> Records for this exercise
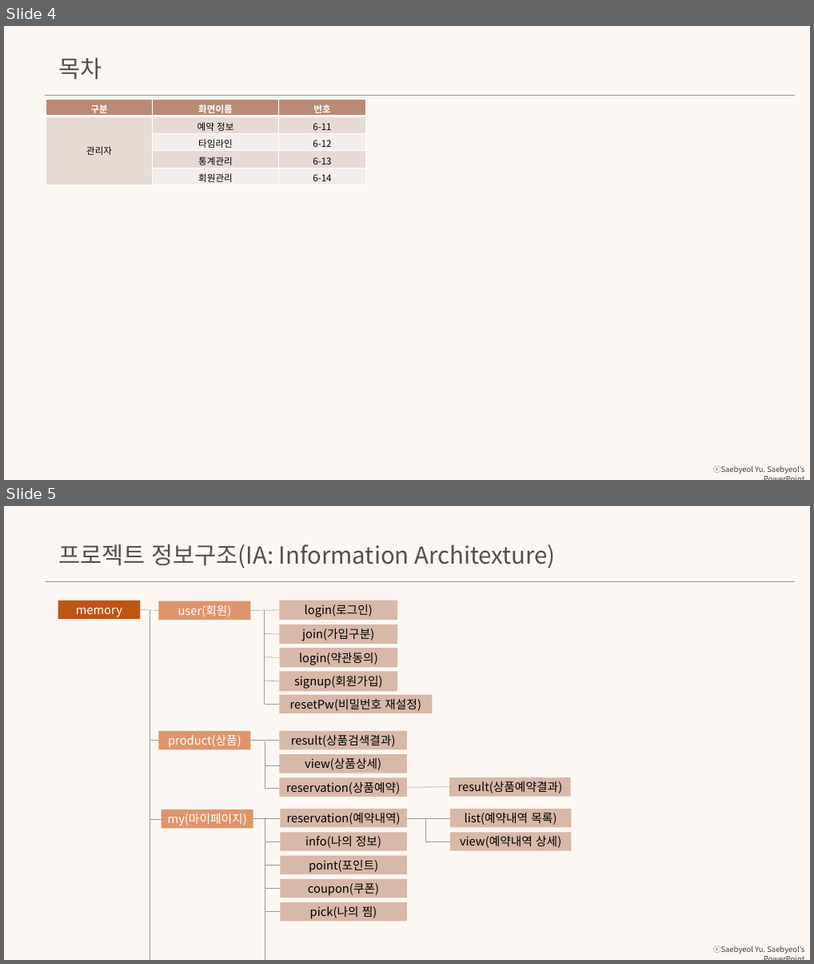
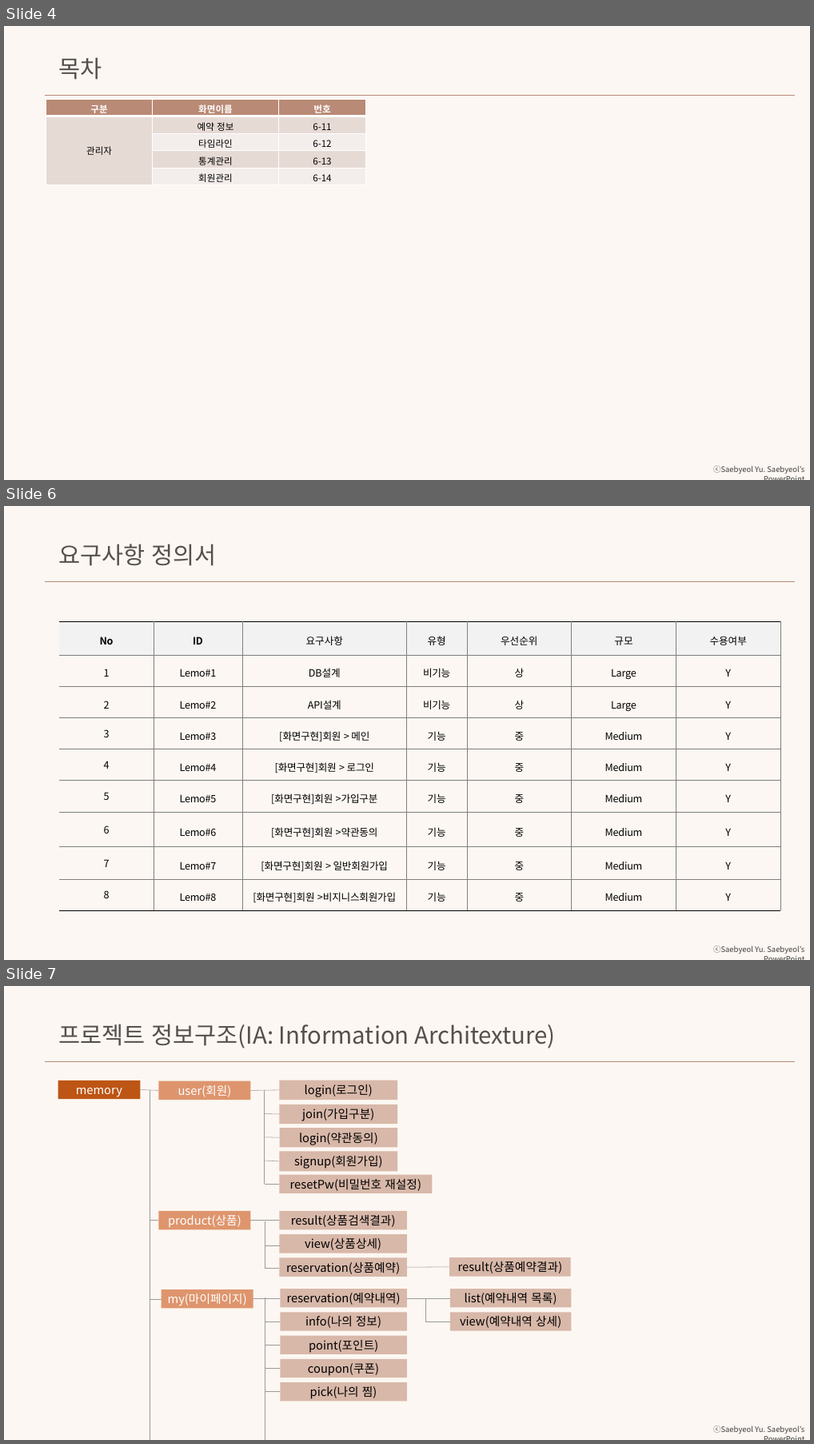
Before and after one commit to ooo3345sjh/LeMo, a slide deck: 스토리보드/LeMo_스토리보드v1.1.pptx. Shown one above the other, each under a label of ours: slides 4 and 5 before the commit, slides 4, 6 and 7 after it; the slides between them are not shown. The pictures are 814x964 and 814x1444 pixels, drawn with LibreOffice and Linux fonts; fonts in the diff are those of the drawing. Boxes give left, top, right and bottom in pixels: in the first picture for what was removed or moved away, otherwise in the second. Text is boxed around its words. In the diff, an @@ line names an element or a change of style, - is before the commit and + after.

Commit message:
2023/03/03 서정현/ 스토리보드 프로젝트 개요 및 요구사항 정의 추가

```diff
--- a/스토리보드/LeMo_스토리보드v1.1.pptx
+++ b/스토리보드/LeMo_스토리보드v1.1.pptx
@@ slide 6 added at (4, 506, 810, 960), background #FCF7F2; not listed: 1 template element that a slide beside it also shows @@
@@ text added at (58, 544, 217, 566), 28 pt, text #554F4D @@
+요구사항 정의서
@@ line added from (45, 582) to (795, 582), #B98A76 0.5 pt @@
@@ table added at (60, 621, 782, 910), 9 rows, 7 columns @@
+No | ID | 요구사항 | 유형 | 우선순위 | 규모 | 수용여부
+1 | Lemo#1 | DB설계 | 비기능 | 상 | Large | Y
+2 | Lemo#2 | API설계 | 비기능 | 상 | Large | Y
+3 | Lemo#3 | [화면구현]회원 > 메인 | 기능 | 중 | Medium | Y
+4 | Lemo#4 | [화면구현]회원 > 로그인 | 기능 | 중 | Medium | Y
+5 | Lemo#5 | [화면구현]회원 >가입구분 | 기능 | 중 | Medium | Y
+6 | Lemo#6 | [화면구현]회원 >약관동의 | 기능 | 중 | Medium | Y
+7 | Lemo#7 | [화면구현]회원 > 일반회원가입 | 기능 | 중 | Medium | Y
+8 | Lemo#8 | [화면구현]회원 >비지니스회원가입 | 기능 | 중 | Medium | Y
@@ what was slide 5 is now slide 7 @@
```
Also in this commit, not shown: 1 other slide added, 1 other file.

* * *

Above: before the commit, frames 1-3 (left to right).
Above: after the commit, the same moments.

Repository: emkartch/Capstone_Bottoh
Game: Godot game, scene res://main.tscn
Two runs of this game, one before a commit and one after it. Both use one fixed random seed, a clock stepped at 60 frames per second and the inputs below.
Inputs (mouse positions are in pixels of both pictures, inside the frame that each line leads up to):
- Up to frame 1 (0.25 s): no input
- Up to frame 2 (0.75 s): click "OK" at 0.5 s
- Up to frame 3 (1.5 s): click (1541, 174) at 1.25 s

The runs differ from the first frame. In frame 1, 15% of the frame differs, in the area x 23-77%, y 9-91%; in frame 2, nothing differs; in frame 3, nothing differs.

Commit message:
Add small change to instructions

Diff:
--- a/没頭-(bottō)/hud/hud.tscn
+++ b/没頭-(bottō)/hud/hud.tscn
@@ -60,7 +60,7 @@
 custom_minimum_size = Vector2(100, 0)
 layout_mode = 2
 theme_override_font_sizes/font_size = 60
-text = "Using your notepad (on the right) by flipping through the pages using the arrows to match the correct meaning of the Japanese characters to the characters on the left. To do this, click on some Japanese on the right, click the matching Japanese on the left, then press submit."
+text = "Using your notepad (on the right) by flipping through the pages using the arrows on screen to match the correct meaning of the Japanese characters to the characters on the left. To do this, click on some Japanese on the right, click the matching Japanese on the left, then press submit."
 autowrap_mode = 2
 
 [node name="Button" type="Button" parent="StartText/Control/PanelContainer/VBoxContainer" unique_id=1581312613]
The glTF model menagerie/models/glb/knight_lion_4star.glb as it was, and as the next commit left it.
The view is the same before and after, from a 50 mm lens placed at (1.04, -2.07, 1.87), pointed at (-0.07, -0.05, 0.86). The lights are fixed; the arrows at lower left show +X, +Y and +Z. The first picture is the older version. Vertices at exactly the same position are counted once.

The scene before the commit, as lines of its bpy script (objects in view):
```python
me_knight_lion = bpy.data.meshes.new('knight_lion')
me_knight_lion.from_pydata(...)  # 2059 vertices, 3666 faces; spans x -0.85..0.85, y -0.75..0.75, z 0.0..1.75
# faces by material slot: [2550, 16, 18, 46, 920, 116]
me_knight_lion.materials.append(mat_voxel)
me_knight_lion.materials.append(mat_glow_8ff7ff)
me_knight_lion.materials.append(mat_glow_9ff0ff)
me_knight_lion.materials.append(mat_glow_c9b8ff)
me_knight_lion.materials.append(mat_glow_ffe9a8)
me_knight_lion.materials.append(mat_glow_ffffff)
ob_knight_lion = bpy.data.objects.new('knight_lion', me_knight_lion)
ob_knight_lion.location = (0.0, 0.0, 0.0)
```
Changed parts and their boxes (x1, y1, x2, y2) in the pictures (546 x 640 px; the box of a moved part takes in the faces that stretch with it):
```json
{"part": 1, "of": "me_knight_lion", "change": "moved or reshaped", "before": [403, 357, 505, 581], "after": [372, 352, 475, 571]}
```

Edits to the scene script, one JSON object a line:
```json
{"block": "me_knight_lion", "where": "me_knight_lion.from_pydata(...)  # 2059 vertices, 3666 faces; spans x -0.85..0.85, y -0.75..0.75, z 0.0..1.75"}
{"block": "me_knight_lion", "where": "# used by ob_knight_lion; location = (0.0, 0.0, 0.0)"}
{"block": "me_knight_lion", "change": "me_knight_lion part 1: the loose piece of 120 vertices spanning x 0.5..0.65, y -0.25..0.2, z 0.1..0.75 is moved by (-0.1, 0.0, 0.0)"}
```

> About this task
Would you count the lines in the data that contain "view" and answer with only the number?

> Task solution
2